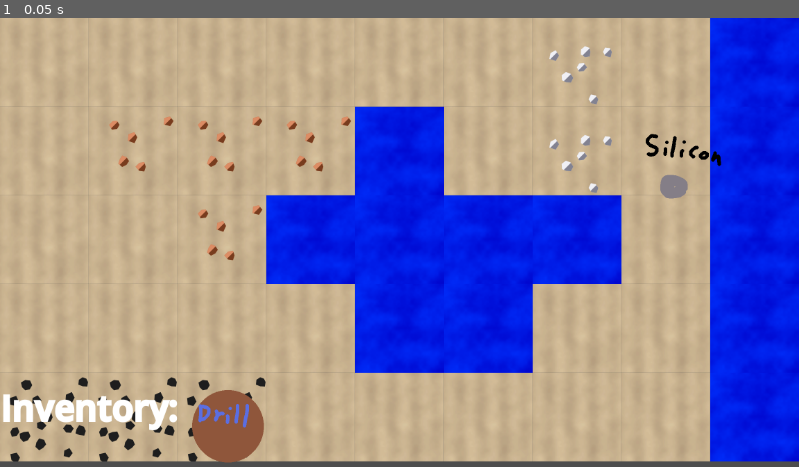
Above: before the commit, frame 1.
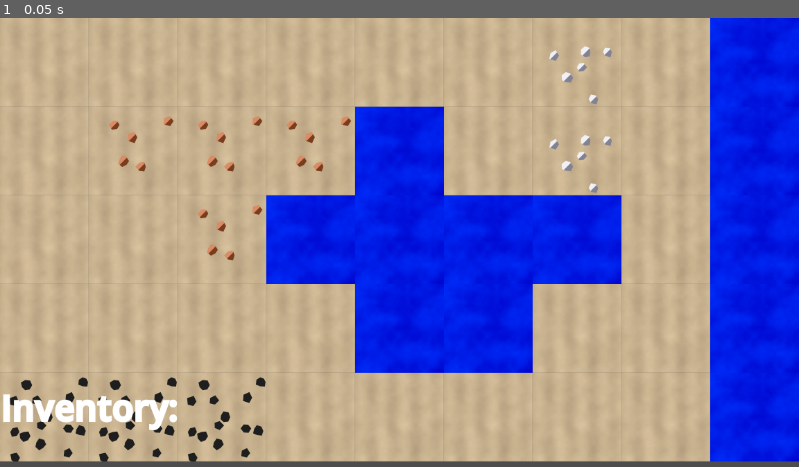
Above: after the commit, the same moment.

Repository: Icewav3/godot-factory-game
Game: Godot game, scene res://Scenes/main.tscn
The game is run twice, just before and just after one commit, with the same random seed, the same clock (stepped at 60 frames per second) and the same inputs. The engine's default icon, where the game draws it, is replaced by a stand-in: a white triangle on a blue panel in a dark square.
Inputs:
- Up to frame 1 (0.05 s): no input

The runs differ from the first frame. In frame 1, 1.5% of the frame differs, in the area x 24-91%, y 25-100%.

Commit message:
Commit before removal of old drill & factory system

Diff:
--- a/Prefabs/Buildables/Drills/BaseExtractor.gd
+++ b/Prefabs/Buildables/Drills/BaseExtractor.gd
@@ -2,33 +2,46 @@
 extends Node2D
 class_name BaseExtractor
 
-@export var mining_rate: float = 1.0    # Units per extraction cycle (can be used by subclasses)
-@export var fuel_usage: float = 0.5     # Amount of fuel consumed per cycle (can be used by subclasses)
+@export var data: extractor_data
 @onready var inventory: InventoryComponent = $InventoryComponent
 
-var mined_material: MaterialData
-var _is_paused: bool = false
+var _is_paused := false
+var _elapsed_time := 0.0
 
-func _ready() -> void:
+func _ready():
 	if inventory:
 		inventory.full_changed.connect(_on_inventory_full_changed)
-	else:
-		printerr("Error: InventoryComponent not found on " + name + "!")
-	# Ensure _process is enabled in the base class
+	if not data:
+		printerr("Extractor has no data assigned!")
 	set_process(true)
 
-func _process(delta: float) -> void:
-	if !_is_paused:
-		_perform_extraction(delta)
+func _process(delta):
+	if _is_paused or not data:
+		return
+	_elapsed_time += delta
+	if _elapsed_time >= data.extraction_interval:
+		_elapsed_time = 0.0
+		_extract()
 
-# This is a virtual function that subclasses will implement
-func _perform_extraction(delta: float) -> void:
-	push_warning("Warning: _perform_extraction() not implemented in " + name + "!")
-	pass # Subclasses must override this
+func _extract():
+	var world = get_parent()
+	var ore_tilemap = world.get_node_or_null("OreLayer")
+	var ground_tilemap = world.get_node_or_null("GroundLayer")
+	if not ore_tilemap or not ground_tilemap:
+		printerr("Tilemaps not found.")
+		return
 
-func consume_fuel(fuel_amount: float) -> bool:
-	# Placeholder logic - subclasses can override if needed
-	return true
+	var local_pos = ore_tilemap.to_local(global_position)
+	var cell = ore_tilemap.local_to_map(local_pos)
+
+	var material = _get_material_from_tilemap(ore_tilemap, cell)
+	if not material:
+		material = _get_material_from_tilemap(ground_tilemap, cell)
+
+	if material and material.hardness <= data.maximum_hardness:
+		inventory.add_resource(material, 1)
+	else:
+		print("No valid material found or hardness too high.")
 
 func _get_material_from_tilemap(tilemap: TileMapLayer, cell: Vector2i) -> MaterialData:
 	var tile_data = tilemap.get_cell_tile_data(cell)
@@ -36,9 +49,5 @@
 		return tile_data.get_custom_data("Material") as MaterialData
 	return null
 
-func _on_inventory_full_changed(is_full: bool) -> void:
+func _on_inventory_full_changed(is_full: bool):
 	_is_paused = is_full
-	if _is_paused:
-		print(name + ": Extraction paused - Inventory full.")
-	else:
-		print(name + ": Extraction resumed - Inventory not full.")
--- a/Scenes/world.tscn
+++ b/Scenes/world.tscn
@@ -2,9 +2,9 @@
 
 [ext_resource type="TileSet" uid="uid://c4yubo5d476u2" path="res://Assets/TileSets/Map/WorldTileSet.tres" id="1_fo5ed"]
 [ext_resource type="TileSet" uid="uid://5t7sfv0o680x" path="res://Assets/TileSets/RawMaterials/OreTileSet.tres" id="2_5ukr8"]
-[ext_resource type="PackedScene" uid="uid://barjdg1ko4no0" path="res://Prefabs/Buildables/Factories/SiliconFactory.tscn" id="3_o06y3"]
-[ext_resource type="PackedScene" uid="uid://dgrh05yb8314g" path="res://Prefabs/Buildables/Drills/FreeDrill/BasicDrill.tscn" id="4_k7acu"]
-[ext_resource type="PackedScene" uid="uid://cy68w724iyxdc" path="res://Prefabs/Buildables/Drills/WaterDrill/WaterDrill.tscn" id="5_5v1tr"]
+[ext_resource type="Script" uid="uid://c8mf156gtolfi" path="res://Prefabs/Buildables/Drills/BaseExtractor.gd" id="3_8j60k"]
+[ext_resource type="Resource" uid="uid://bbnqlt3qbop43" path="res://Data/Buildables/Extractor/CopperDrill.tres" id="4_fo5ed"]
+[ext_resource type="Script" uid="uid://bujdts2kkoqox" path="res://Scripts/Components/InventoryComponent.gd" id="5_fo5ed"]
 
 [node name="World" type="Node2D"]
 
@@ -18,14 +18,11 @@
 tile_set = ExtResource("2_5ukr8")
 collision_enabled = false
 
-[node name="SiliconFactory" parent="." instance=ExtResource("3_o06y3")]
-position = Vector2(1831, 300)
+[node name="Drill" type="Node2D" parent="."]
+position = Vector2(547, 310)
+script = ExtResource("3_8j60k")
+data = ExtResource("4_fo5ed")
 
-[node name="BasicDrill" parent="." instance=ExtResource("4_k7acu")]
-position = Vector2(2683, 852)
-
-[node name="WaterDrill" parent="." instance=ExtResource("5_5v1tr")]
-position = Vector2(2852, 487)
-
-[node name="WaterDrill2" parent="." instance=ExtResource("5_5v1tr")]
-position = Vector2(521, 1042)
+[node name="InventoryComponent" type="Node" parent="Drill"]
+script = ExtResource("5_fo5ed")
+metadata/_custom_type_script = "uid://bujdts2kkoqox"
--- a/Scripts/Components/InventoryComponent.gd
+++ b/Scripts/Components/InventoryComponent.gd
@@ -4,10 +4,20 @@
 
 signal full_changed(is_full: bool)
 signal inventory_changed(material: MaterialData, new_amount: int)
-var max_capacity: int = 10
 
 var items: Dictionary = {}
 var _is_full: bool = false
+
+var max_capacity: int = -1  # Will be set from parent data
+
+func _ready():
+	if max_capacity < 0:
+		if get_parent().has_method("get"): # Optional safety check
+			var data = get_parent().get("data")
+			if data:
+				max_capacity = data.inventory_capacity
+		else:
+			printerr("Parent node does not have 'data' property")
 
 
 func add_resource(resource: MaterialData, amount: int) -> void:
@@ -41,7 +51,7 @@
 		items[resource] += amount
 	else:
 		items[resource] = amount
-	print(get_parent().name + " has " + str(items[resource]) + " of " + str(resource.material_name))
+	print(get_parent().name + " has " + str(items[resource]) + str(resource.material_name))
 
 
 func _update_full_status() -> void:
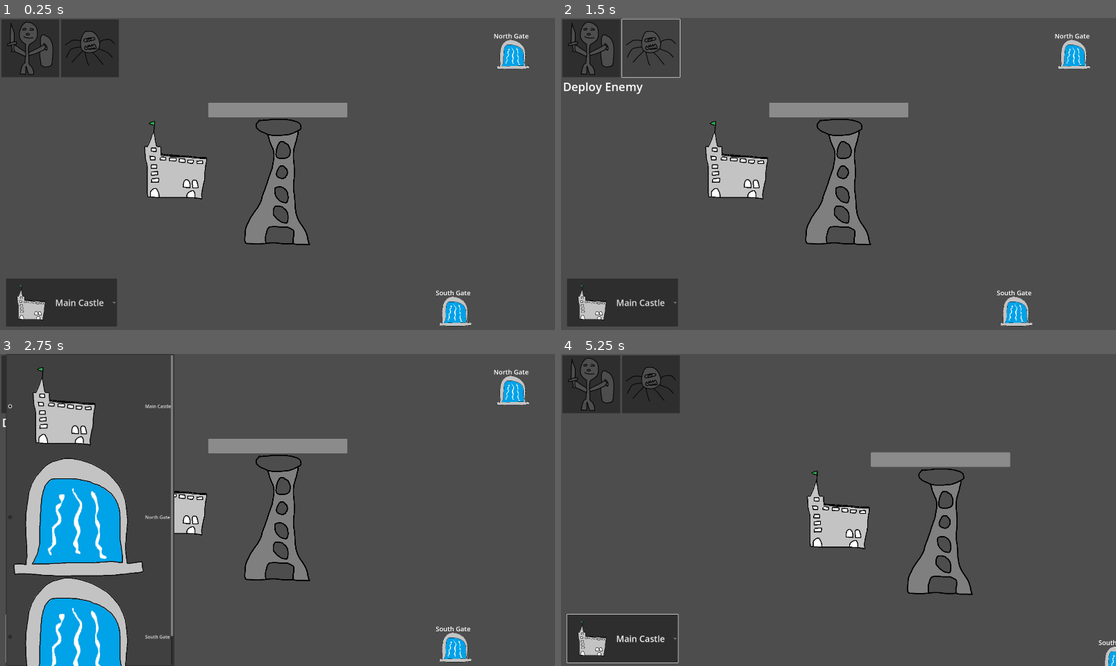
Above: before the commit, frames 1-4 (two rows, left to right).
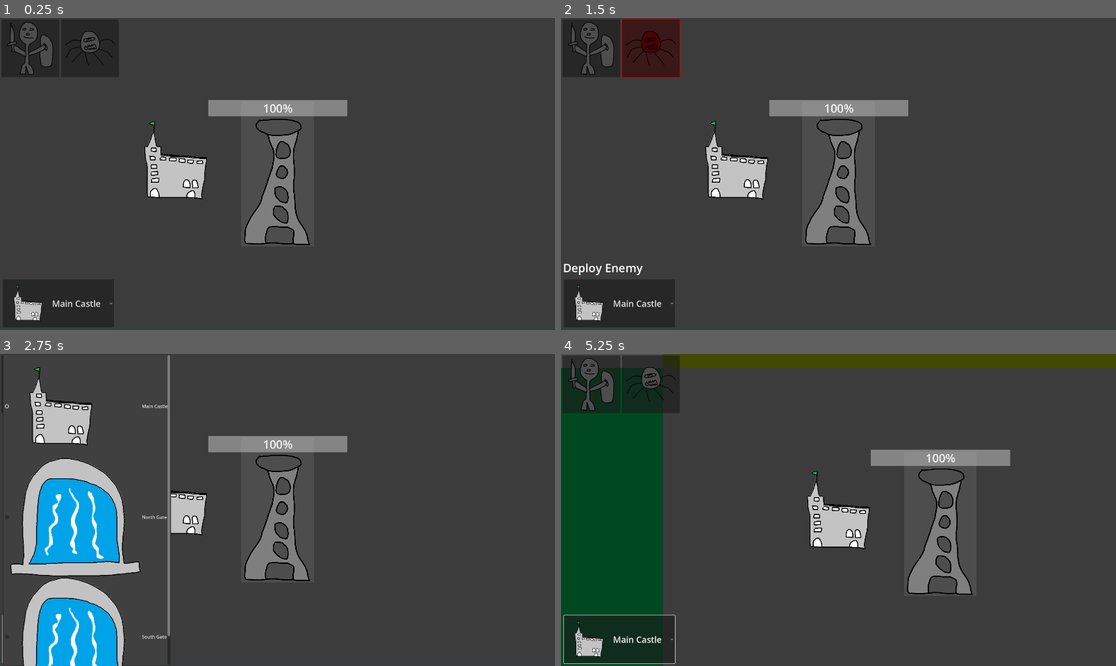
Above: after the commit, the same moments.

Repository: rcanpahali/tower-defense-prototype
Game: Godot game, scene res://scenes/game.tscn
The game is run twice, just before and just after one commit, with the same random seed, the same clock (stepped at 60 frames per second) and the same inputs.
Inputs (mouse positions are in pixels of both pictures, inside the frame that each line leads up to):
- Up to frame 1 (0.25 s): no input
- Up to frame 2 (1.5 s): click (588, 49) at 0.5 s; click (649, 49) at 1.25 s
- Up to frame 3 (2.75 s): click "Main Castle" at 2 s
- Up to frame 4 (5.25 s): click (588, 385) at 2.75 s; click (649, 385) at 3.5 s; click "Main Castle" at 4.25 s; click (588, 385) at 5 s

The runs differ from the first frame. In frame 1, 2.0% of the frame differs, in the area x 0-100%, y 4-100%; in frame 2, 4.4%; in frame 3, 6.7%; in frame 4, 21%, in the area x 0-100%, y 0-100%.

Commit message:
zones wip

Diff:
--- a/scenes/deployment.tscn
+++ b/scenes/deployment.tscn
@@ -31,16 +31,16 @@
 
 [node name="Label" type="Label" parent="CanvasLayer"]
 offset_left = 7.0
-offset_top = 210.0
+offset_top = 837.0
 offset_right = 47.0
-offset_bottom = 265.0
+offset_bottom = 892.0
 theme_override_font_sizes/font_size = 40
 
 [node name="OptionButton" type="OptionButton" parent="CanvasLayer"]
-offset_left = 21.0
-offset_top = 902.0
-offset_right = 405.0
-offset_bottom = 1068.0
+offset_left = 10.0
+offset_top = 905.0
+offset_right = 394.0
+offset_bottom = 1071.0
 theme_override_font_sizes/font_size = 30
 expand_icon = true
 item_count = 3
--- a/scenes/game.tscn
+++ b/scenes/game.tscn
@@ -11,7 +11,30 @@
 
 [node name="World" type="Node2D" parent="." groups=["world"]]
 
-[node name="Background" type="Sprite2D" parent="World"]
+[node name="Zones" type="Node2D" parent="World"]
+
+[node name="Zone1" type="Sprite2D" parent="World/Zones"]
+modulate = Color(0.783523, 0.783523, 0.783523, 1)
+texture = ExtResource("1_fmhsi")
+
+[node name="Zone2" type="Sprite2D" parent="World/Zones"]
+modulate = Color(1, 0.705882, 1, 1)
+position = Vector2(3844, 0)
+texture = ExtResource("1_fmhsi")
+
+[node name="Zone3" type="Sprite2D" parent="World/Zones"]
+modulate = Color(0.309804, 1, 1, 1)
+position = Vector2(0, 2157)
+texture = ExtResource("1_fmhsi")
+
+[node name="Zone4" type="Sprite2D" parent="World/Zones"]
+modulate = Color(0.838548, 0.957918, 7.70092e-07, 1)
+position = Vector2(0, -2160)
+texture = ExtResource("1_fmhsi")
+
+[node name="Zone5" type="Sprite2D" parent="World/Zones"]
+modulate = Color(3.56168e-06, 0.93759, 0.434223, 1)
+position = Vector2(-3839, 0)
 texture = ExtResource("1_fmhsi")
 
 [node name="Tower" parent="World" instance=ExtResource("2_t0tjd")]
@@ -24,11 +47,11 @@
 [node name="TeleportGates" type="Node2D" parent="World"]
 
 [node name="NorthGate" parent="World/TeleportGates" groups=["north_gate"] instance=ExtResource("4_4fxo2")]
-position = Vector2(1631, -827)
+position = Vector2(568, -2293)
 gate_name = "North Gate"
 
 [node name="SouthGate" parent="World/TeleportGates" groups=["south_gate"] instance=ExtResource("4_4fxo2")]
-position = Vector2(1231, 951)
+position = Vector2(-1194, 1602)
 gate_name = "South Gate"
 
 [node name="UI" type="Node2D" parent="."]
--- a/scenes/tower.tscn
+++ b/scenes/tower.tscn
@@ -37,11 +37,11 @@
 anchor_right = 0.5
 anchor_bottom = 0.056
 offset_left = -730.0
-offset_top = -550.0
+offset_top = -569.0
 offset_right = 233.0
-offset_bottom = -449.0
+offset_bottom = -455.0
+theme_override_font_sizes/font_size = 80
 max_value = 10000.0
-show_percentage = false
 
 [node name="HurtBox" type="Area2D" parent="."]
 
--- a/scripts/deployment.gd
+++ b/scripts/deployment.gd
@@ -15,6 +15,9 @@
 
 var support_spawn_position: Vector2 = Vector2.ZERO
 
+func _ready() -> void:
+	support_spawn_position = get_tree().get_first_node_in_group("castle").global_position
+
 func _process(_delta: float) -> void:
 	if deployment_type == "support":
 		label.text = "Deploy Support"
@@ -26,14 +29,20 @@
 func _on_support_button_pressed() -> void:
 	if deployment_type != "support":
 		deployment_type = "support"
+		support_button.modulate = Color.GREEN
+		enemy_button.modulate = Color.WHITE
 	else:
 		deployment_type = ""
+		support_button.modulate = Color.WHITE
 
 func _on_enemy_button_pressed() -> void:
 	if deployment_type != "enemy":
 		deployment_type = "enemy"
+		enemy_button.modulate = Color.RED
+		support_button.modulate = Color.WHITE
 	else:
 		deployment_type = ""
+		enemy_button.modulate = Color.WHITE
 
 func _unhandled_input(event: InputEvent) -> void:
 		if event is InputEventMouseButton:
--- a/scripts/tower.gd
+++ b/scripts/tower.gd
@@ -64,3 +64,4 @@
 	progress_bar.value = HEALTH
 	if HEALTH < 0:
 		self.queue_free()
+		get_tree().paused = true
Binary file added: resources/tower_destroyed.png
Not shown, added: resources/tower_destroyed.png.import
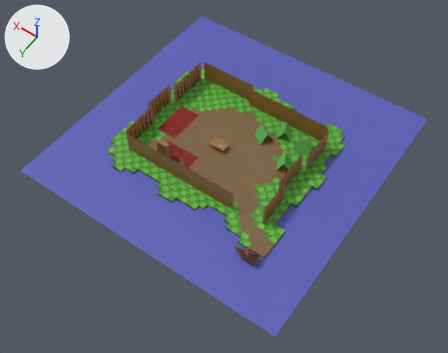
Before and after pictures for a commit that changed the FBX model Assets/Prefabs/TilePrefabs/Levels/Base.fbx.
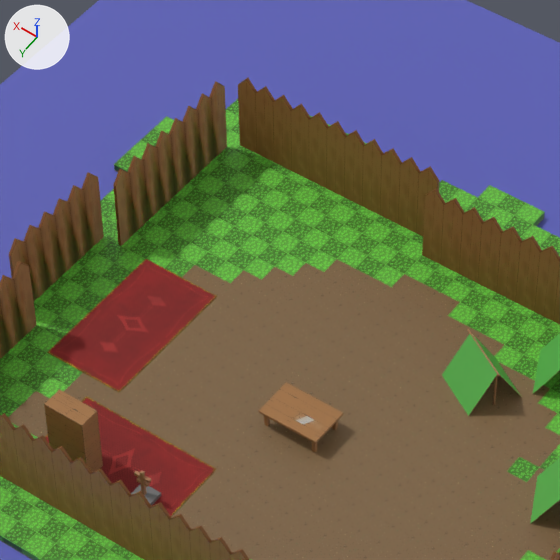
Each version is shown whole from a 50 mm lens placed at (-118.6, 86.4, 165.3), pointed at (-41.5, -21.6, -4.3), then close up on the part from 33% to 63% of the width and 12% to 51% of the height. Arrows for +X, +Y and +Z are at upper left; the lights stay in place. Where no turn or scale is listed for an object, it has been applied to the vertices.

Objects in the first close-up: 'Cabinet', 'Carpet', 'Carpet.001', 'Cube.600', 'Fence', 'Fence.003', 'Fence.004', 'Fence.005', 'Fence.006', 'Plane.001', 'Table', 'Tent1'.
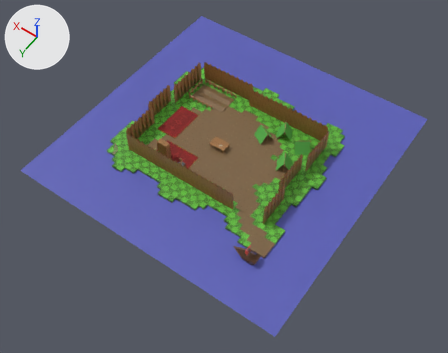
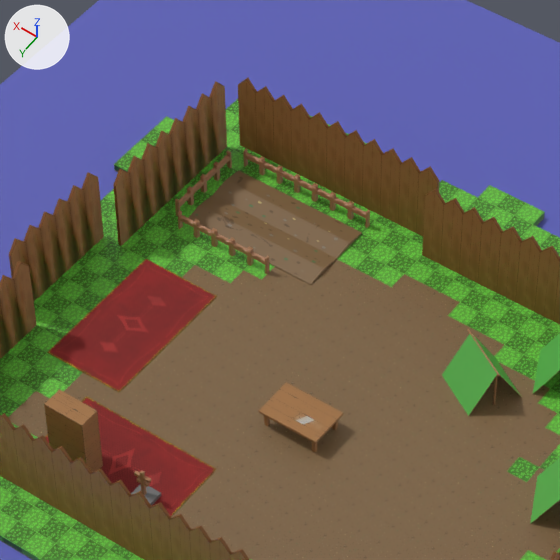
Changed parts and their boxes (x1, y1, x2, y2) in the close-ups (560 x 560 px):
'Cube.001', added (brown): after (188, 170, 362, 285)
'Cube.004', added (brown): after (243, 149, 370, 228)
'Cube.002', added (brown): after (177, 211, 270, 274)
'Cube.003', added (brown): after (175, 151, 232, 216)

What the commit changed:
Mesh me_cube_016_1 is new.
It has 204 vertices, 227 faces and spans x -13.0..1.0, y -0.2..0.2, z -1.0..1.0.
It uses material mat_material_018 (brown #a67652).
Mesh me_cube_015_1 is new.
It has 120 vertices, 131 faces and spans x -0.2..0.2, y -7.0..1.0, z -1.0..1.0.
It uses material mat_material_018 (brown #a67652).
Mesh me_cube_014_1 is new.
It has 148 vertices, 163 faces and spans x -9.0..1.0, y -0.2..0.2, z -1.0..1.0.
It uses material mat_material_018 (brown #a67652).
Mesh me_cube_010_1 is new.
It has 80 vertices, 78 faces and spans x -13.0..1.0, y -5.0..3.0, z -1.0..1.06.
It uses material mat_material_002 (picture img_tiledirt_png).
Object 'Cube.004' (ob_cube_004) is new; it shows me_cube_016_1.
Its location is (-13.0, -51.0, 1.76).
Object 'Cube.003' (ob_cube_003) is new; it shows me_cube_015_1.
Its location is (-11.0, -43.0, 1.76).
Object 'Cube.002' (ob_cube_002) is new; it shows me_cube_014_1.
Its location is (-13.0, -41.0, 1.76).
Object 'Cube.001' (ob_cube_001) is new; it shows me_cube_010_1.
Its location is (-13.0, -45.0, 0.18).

--- --- ---

About this exercise: Search the records above for "that". Copy each line where it is found.

Task solution:
-# This is a virtual function that subclasses will implement
Inputs (mouse positions are in pixels of both pictures, inside the frame that each line leads up to):
Before and after pictures for a commit that changed the FBX model Assets/Prefabs/TilePrefabs/Levels/Base.fbx.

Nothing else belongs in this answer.